The genus Populus, which includes poplar, aspen, and cottonwood species, can serve as a model organism for perennial woody plants. Populus trees have several potential biological advantages such as small genome size, over 30 species growing worldwide, rapid juvenile growth, ease of clonal propagation, simplicity of genetic transformation and regeneration, and extensive genetic maps. The first draft genome of black cottonwood (Populus trichocarpa) was published in 2006  and provided the first insights into the genomic organization of a tree species. The genome contains more than 45,000 protein-coding genes and ~12% of the genes show no similarity to genes in the model plant Arabidopsis thaliana. To unravel the biological function of Populus genes, transgenic trees are generated and characterized, providing insight in unique characteristics, life style, and biological organization of perennial woody plants. However, a limited number of Populus genes have been targeted in transgenic studies due to a lengthy transformation process and the need for characterization of many transgenic lines for each construct.
Transient transformation assays complement stable transformation and make gene function analysis more efficient. Transient gene expression techniques (e.g., biolistic bombardment, protoplast transfection, and Agrobacterium tumefaciens (Agrobacterium)-infiltration) are available for model plants such as Arabidopsis and rice as well as for crop plants such as corn, potato, soybean, tomato, and wheat [3–7]. In Populus spp., several studies have successfully demonstrated transient gene expression via biolistic bombardment, protoplast transfection, and Agrobacterium co-cultivation [8–13]. For example, leaf epidermal and guard cells were transiently transformed with a reporter construct in a hybrid poplar (Populus tremula × Populus alba) by particle bombardment . Transient transfection of Populus protoplasts isolated from leaf tissues and suspension culture cells was achieved either by means of electroporation or chemically with polyethylene glycol [8, 10, 12]. Agrobacterium co-cultivation was used to examine ectopic expression of a reporter gene in P. nigra P. tomentosa, and P. trichocarpa before the regeneration of stable transformants [9, 11, 13]. However, such transformation assays have certain disadvantages such as the requirement for expensive equipment and supplies associated with particle bombardment. In addition, the transformation efficiency is relatively low in the transfection of Populus protoplasts, and only a small piece of a tissue isolated from seedlings is used in Agrobacterium co-cultivation. To avoid these drawbacks, another transient assay such as Agrobacterium-mediated infiltration would be useful for Populus trees. This assay allows for a simple transformation process, easy operation, and high transformation efficiency in several plant species including Arabidopsis, grapevine, potato, switchgrass, tobacco, and tomato [6, 7, 14–17].
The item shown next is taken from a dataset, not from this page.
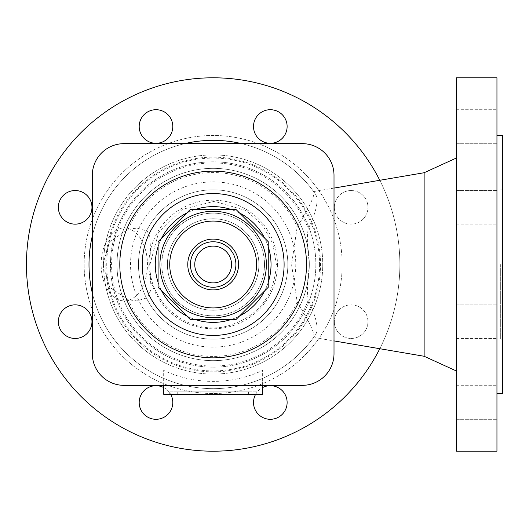 <?xml version="1.0" encoding="UTF-8"?>
<svg xmlns="http://www.w3.org/2000/svg" width="529" height="529" viewBox="0 0 529 529"><rect width="100%" height="100%" fill="white"/><g stroke="black" fill="none" stroke-linecap="round" stroke-linejoin="round"><path stroke-width="0.4" stroke-dasharray="2.65 1.98" d="M177.718 394.264L248.59 394.264L169.28 394.264L213.154 394.264L213.154 391.83L257.034 391.83L169.28 391.83L248.59 391.83L177.718 391.83L213.154 391.83L213.154 394.264L177.718 394.264L177.718 391.83M124.044 143.643A31.74 31.74 0 0 0 92.304 175.383A31.74 31.74 0 0 1 124.044 143.643L302.271 143.643A31.74 31.74 0 0 1 334.011 175.383A31.74 31.74 0 0 0 302.271 143.643A31.74 31.74 0 0 1 334.011 175.383L334.011 353.617A31.74 31.74 0 0 1 302.271 385.357A31.74 31.74 0 0 0 334.011 353.617A31.74 31.74 0 0 1 302.271 385.357L124.044 385.357A31.74 31.74 0 0 1 92.304 353.617A31.74 31.74 0 0 0 124.044 385.357A31.74 31.74 0 0 1 92.304 353.617L92.304 175.383A31.74 31.74 0 0 1 124.044 143.643L302.271 143.643M103.558 264.5A109.596 109.596 0 0 1 213.154 154.904A109.596 109.596 0 0 1 322.75 264.5A109.596 109.596 0 0 1 213.154 374.096A109.596 109.596 0 0 1 103.558 264.5A109.596 109.596 0 0 1 213.154 154.904A109.596 109.596 0 0 1 322.75 264.5A109.596 109.596 0 0 1 213.154 374.096A109.596 109.596 0 0 1 103.558 264.5M287.836 264.5A74.682 74.682 0 0 1 213.154 339.182A74.682 74.682 0 0 1 138.472 264.5A74.682 74.682 0 0 1 213.154 189.818A74.682 74.682 0 0 1 287.836 264.5A74.682 74.682 0 0 1 213.154 339.182A74.682 74.682 0 0 1 138.472 264.5A74.682 74.682 0 0 1 213.154 189.818A74.682 74.682 0 0 1 287.836 264.5M342.17 264.5A129.016 129.016 0 0 1 213.154 393.516A129.016 129.016 0 0 1 84.144 264.5A129.016 129.016 0 0 1 213.154 135.484A129.016 129.016 0 0 1 342.17 264.5A129.016 129.016 0 0 1 213.154 393.516A129.016 129.016 0 0 1 84.144 264.5A129.016 129.016 0 0 1 213.154 135.484A129.016 129.016 0 0 1 342.17 264.5M379.789 180.29A186.704 186.704 0 0 1 213.154 451.204A186.704 186.704 0 0 1 26.45 264.5A186.704 186.704 0 0 1 213.154 77.796A186.704 186.704 0 0 1 379.789 348.71M319.576 264.5A106.422 106.422 0 0 1 213.154 370.922A106.422 106.422 0 0 1 106.732 264.5A106.422 106.422 0 0 1 213.154 158.078A106.422 106.422 0 0 1 319.576 264.5M295.771 264.5A82.617 82.617 0 0 1 213.154 347.117A82.617 82.617 0 0 1 130.537 264.5A82.617 82.617 0 0 1 213.154 181.883A82.617 82.617 0 0 1 295.771 264.5M262.635 378.374A124.156 124.156 0 0 0 315.866 334.255A124.156 124.156 0 0 1 262.635 378.374L262.635 394.264L163.679 394.264L163.679 370.399A116.889 116.889 0 0 0 262.635 370.399L262.635 378.374A124.156 124.156 0 0 1 92.304 292.96A124.156 124.156 0 0 0 313.876 337.099L315.866 334.255C318.716 328.139 316.177 316.778 308.262 300.174C306.866 292.239 307.21 281.104 309.28 266.761A96.152 96.152 0 0 1 212.023 360.646A96.152 96.152 0 0 1 117.002 264.5A96.152 96.152 0 0 1 212.023 168.354A96.152 96.152 0 0 1 309.28 262.239C307.151 247.222 306.813 236.086 308.262 228.826C316.183 212.195 318.716 200.841 315.866 194.745L313.876 191.901C314.867 195.631 309.3 207.375 297.159 227.126L291.552 264.5L297.159 301.874C309.267 321.572 314.841 333.31 313.876 337.099L313.631 337.442L334.011 340.914M334.011 188.086L313.631 191.558L313.876 191.901A124.156 124.156 0 0 0 241.614 143.643A124.156 124.156 0 0 1 315.866 194.745A124.156 124.156 0 0 0 241.614 143.643A124.156 124.156 0 0 1 313.876 191.901M169.28 394.264L169.28 391.83M309.28 266.761L309.28 262.239M309.306 264.5A96.152 96.152 0 0 1 213.154 360.652A96.152 96.152 0 0 1 117.002 264.5A96.152 96.152 0 0 1 213.154 168.348A96.152 96.152 0 0 1 309.306 264.5A96.152 96.152 0 0 0 213.154 168.348A96.152 96.152 0 0 0 117.002 264.5M456.249 77.796L456.249 451.204M424.132 172.732L424.132 356.268M496.949 77.796L496.949 451.204M502.55 135.484L502.55 393.516M500.685 264.5L500.685 339.182L500.685 264.5M92.304 236.04A124.156 124.156 0 0 1 184.7 143.643A124.156 124.156 0 0 0 92.304 236.04A124.156 124.156 0 0 1 184.7 143.643A124.156 124.156 0 0 0 92.304 236.04M334.348 207.342A16.802 16.802 0 0 1 351.15 190.539A16.802 16.802 0 0 1 367.953 207.342A16.802 16.802 0 0 0 351.15 190.539A16.802 16.802 0 0 0 334.348 207.342A16.802 16.802 0 0 0 351.15 224.144A16.802 16.802 0 0 0 367.953 207.342A16.802 16.802 0 0 1 351.15 224.144A16.802 16.802 0 0 1 334.348 207.342M367.953 321.658A16.802 16.802 0 0 1 351.15 338.461A16.802 16.802 0 0 1 334.348 321.658A16.802 16.802 0 0 0 351.15 338.461A16.802 16.802 0 0 0 367.953 321.658A16.802 16.802 0 0 0 351.15 304.856A16.802 16.802 0 0 0 334.348 321.658A16.802 16.802 0 0 1 351.15 304.856A16.802 16.802 0 0 1 367.953 321.658M287.121 402.496A16.802 16.802 0 0 0 270.312 385.694A16.802 16.802 0 0 0 253.51 402.496A16.802 16.802 0 0 0 270.312 419.299A16.802 16.802 0 0 0 287.121 402.496M255.666 394.264A16.802 16.802 0 0 1 262.635 387.552M139.193 402.496A16.802 16.802 0 0 0 155.995 419.299A16.802 16.802 0 0 0 172.798 402.496A16.802 16.802 0 0 0 155.995 385.694A16.802 16.802 0 0 0 139.193 402.496M91.967 321.658A16.802 16.802 0 0 0 75.158 304.856A16.802 16.802 0 0 0 58.355 321.658A16.802 16.802 0 0 0 75.158 338.461A16.802 16.802 0 0 0 91.967 321.658M58.355 207.342A16.802 16.802 0 0 0 75.158 224.144A16.802 16.802 0 0 0 91.967 207.342A16.802 16.802 0 0 0 75.158 190.539A16.802 16.802 0 0 0 58.355 207.342M172.798 126.504A16.802 16.802 0 0 0 155.995 109.701A16.802 16.802 0 0 0 139.193 126.504A16.802 16.802 0 0 0 155.995 143.306A16.802 16.802 0 0 0 172.798 126.504M253.51 126.504A16.802 16.802 0 0 0 270.312 143.306A16.802 16.802 0 0 0 287.121 126.504A16.802 16.802 0 0 0 270.312 109.701A16.802 16.802 0 0 0 253.51 126.504M456.249 109.701L496.949 109.701L496.949 143.306L496.949 109.701L496.949 143.306L496.949 109.701L456.249 109.701L456.249 143.306L496.949 143.306L456.249 143.306L456.249 109.701M456.249 224.144L496.949 224.144L496.949 190.539L496.949 224.144L496.949 190.539L496.949 224.144L456.249 224.144L456.249 190.539L496.949 190.539L456.249 190.539L456.249 224.144M456.249 338.461L496.949 338.461L496.949 304.856L496.949 338.461L496.949 304.856L496.949 338.461L456.249 338.461L456.249 304.856L496.949 304.856L456.249 304.856L456.249 338.461M456.249 385.694L496.949 385.694L496.949 419.299L496.949 385.694L496.949 419.299L496.949 385.694L456.249 385.694L456.249 419.299L496.949 419.299L456.249 419.299L456.249 385.694M149.674 264.5L151.043 239.293L147.221 231.113L136.965 228.092L128.236 229.249L109.748 241.66L102.778 264.5L109.708 287.293L128.236 299.751L136.965 300.908L147.472 297.668L151.082 289.27L149.674 264.5M101.138 264.5A36.408 23.157 -90 0 1 124.295 228.092A36.408 23.157 -90 0 1 147.452 264.5A36.408 23.157 -90 0 1 124.295 300.908A36.408 23.157 -90 0 1 101.138 264.5M213.154 394.264L213.154 391.83L213.154 394.264L257.034 394.264L213.154 394.264M496.949 264.5L496.949 393.516L496.949 264.5M315.846 264.5A102.686 102.686 0 0 1 213.154 367.186A102.686 102.686 0 0 1 110.468 264.5A102.686 102.686 0 0 1 213.154 161.814A102.686 102.686 0 0 1 315.846 264.5A102.686 102.686 0 0 0 213.154 161.814A102.686 102.686 0 0 0 110.468 264.5A102.686 102.686 0 0 0 213.154 367.186A102.686 102.686 0 0 0 315.846 264.5M163.679 387.552A16.802 16.802 0 0 1 170.642 394.264M163.679 385.357L163.679 370.399M262.635 385.357L262.635 370.399M257.034 394.264L257.034 391.83M502.55 264.5L502.55 189.818L502.55 264.5M248.59 394.264L248.59 391.83M92.304 353.617L92.304 175.383M334.011 175.383L334.011 353.617M302.271 385.357L124.044 385.357M306.509 264.5A93.355 93.355 0 0 0 213.154 171.145A93.355 93.355 0 0 0 119.805 264.5A93.355 93.355 0 0 0 213.154 357.855A93.355 93.355 0 0 0 306.509 264.5M155.275 264.5A57.879 57.879 0 0 0 213.154 322.379A57.879 57.879 0 0 0 271.033 264.5A57.879 57.879 0 0 0 213.154 206.621A57.879 57.879 0 0 0 155.275 264.5M268.236 246.712A57.879 57.879 0 0 0 264.679 238.136M239.525 212.975A57.879 57.879 0 0 0 230.948 209.424M195.366 209.424A57.879 57.879 0 0 0 186.79 212.975M161.629 238.136A57.879 57.879 0 0 0 158.078 246.712M158.078 282.288A57.879 57.879 0 0 0 161.629 290.864M186.79 316.025A57.879 57.879 0 0 0 195.366 319.576M230.948 319.576A57.879 57.879 0 0 0 239.525 316.025M264.679 290.864A57.879 57.879 0 0 0 268.236 282.288M258.899 264.5A45.745 45.745 0 0 1 213.154 310.245A45.745 45.745 0 0 1 167.415 264.5A45.745 45.745 0 0 1 213.154 218.755A45.745 45.745 0 0 1 258.899 264.5A45.745 45.745 0 0 0 213.154 218.755A45.745 45.745 0 0 0 167.415 264.5A45.745 45.745 0 0 0 213.154 310.245A45.745 45.745 0 0 0 258.899 264.5M161.814 264.5A51.346 51.346 0 0 0 213.154 315.846A51.346 51.346 0 0 0 264.5 264.5A51.346 51.346 0 0 0 213.154 213.154A51.346 51.346 0 0 0 161.814 264.5A51.346 51.346 0 0 0 213.154 315.846A51.346 51.346 0 0 0 264.5 264.5A51.346 51.346 0 0 0 213.154 213.154A51.346 51.346 0 0 0 161.814 264.5M190.341 319.576L158.078 287.313L158.078 241.687L190.341 209.424L235.967 209.424L268.236 241.687L268.236 287.313L235.967 319.576L190.341 319.576M266.365 264.5A53.211 53.211 0 0 0 213.154 211.289A53.211 53.211 0 0 0 159.943 264.5A53.211 53.211 0 0 0 213.154 317.711A53.211 53.211 0 0 0 266.365 264.5M277.447 264.5A64.287 64.287 0 0 1 213.154 328.787A64.287 64.287 0 0 1 148.867 264.5A64.287 64.287 0 0 1 213.154 200.213A64.287 64.287 0 0 1 277.447 264.5M163.679 378.374A124.156 124.156 0 0 1 92.304 292.96A124.156 124.156 0 0 0 313.876 337.099M308.262 300.174A101.575 101.575 0 0 1 152.233 345.774A101.575 101.575 0 0 1 152.233 183.226A101.575 101.575 0 0 1 308.262 228.826M213.154 371.854A107.354 107.354 0 0 1 105.8 264.5A107.354 107.354 0 0 1 213.154 157.146A107.354 107.354 0 0 1 320.514 264.5A107.354 107.354 0 0 1 213.154 371.854M128.236 229.249A91.947 91.947 0 0 1 297.159 227.126M297.159 301.874A91.947 91.947 0 0 1 128.236 299.751M500.685 339.182L502.55 339.182M149.945 264.5L158.634 232.522L182.274 209.352L214.377 201.304L246.183 210.608L262.483 224.977L272.792 243.558L276.363 264.5C274.253 296.571 257.782 317.129 226.948 326.188C189.177 336.008 148.603 303.487 149.945 264.5M124.295 228.092L136.965 228.092M124.295 300.908L136.965 300.908M500.685 189.818L502.55 189.818"/><path stroke-width="0.79" d="M92.304 175.383L92.304 353.617A31.74 31.74 0 0 0 124.044 385.357L302.271 385.357A31.74 31.74 0 0 0 334.011 353.617L334.011 175.383A31.74 31.74 0 0 0 302.271 143.643L124.044 143.643A31.74 31.74 0 0 0 92.304 175.383L92.304 353.617M379.789 348.71A186.704 186.704 0 0 1 26.45 264.5A186.704 186.704 0 0 1 379.789 180.29M334.011 340.914L424.132 356.268L424.132 172.732L456.249 158.078M496.949 264.5L496.949 77.796L456.249 77.796L456.249 451.204L496.949 451.204L496.949 264.5M496.949 393.516L502.55 393.516L502.55 135.484L496.949 135.484M92.304 292.96A124.156 124.156 0 0 1 92.304 236.04A124.156 124.156 0 0 0 92.304 292.96A124.156 124.156 0 0 1 92.304 236.04A124.156 124.156 0 0 0 92.304 292.96M184.7 143.643A124.156 124.156 0 0 1 241.614 143.643A124.156 124.156 0 0 0 184.7 143.643A124.156 124.156 0 0 1 241.614 143.643A124.156 124.156 0 0 0 184.7 143.643M262.635 387.552A16.802 16.802 0 0 1 287.121 402.496A16.802 16.802 0 0 1 270.312 419.299A16.802 16.802 0 0 1 255.666 394.264M170.642 394.264A16.802 16.802 0 0 1 155.995 419.299A16.802 16.802 0 0 1 139.193 402.496A16.802 16.802 0 0 1 163.679 387.552M58.355 321.658A16.802 16.802 0 0 1 75.158 304.856A16.802 16.802 0 0 1 91.967 321.658A16.802 16.802 0 0 1 75.158 338.461A16.802 16.802 0 0 1 58.355 321.658M91.967 207.342A16.802 16.802 0 0 1 75.158 224.144A16.802 16.802 0 0 1 58.355 207.342A16.802 16.802 0 0 1 75.158 190.539A16.802 16.802 0 0 1 91.967 207.342M139.193 126.504A16.802 16.802 0 0 1 155.995 109.701A16.802 16.802 0 0 1 172.798 126.504A16.802 16.802 0 0 1 155.995 143.306A16.802 16.802 0 0 1 139.193 126.504M287.121 126.504A16.802 16.802 0 0 1 270.312 143.306A16.802 16.802 0 0 1 253.51 126.504A16.802 16.802 0 0 1 270.312 109.701A16.802 16.802 0 0 1 287.121 126.504M262.635 385.357L262.635 394.264L163.679 394.264L163.679 385.357M334.011 353.617L334.011 175.383M124.044 385.357L302.271 385.357M302.271 143.643L124.044 143.643M119.805 264.5A93.355 93.355 0 0 0 213.154 357.855A93.355 93.355 0 0 0 306.509 264.5A93.355 93.355 0 0 0 213.154 171.145A93.355 93.355 0 0 0 119.805 264.5A93.355 93.355 0 0 0 213.154 357.855A93.355 93.355 0 0 0 306.509 264.5A93.355 93.355 0 0 0 213.154 171.145A93.355 93.355 0 0 0 119.805 264.5M268.236 282.288A57.879 57.879 0 0 0 268.236 246.712M264.679 238.136A57.879 57.879 0 0 0 239.525 212.975M230.948 209.424A57.879 57.879 0 0 0 195.366 209.424M186.79 212.975A57.879 57.879 0 0 0 161.629 238.136M158.078 246.712A57.879 57.879 0 0 0 158.078 282.288M161.629 290.864A57.879 57.879 0 0 0 186.79 316.025M195.366 319.576A57.879 57.879 0 0 0 230.948 319.576M239.525 316.025A57.879 57.879 0 0 0 264.679 290.864M268.236 287.313L268.236 241.687L235.967 209.424L190.341 209.424L158.078 241.687L158.078 287.313L190.341 319.576L235.967 319.576L268.236 287.313M266.365 264.5A53.211 53.211 0 0 0 213.154 211.289A53.211 53.211 0 0 0 159.943 264.5A53.211 53.211 0 0 0 213.154 317.711A53.211 53.211 0 0 0 266.365 264.5M235.894 264.5A22.74 22.74 0 0 0 213.154 241.76A22.74 22.74 0 0 0 190.414 264.5A22.74 22.74 0 0 0 213.154 287.24A22.74 22.74 0 0 0 235.894 264.5M231.543 264.5A18.389 18.389 0 0 0 213.154 246.111A18.389 18.389 0 0 0 194.765 264.5A18.389 18.389 0 0 0 213.154 282.889A18.389 18.389 0 0 0 231.543 264.5M142.208 264.5A70.946 70.946 0 0 0 213.154 335.446A70.946 70.946 0 0 0 284.106 264.5A70.946 70.946 0 0 0 213.154 193.554A70.946 70.946 0 0 0 142.208 264.5M169.723 264.5A43.431 43.431 0 0 0 213.154 307.931A43.431 43.431 0 0 0 256.585 264.5A43.431 43.431 0 0 0 213.154 221.069A43.431 43.431 0 0 0 169.723 264.5M187.762 264.5A25.399 25.399 0 0 0 213.154 289.899A25.399 25.399 0 0 0 238.553 264.5A25.399 25.399 0 0 0 213.154 239.101A25.399 25.399 0 0 0 187.762 264.5M424.132 356.268L456.249 370.922M334.011 188.086L424.132 172.732"/></g></svg>

Transient transformation techniques are available for rapid in vivo analyses of gene function such as protein subcellular localization, protein-protein interaction, and promoter activity. For in vivo functional analyses, reporter genes such as green fluorescence protein (GFP), variants of GFP, and firefly luciferase (LUC) are common tools for molecular and cell biology studies. Protein subcellular localization, which is crucial for elucidating the cellular functions of proteins, is easily monitored by a transient expression of fluorescent fusion protein . In this assay, a reporter construct harboring the gene of interest is fused with GFP or its variants and is transiently transformed into plant cells where intracellular localization is visualized through fluorescence of the reporter gene. Fluorescent proteins are also used for in vivo protein-protein interactions. Interaction assays, such as bimolecular fluorescence complementation (BiFC) and fluorescence resonance energy transfer (FRET), allow visualization of protein-protein interaction and subcellular localization of target proteins . In these assays, transient co-transformation techniques with two different constructs are a convenient and practical alternative to generation of double-transformed transgenic plant and allow testing of several constructs and combinations. In addition to fluorescent proteins, LUC is used as a reporter gene mainly for measuring transcriptional activity. The LUC reporter is suitable for real-time monitoring of gene expression as it has a relatively short half-life compared to fluorescent proteins. For example, expression patterns of circadian clock-related genes, most of which show rhythmic expression in a day, are extensively examined by LUC reporter assays . Typically, these assays use bioluminescence to visualize diurnal or circadian rhythms that express the LUC gene driven by a clock promoter of transgenic plants. Although studies regarding the plant clock system have principally been conducted using stable transformants, published studies report successful transient LUC assays [21, 22].
In this study, we develop a transient transformation assay– Agrobacterium-mediated vacuum infiltration–for a model tree, hybrid aspen (P. tremula × P. tremuloides). The assay was optimized for aspen leaves and applicable to various cell types in leaf tissue. We investigated subcellular localization of Populus proteins and protein interaction by co-transformation of two different plasmids in aspen leaf cells. Furthermore, in vivo promoter activity of a hybrid aspen clock gene was measured using a LUC reporter assay. The transient transformation assay we developed is enhanced throughput and easily employed for rapid functional analyses of Populus gene and protein expression.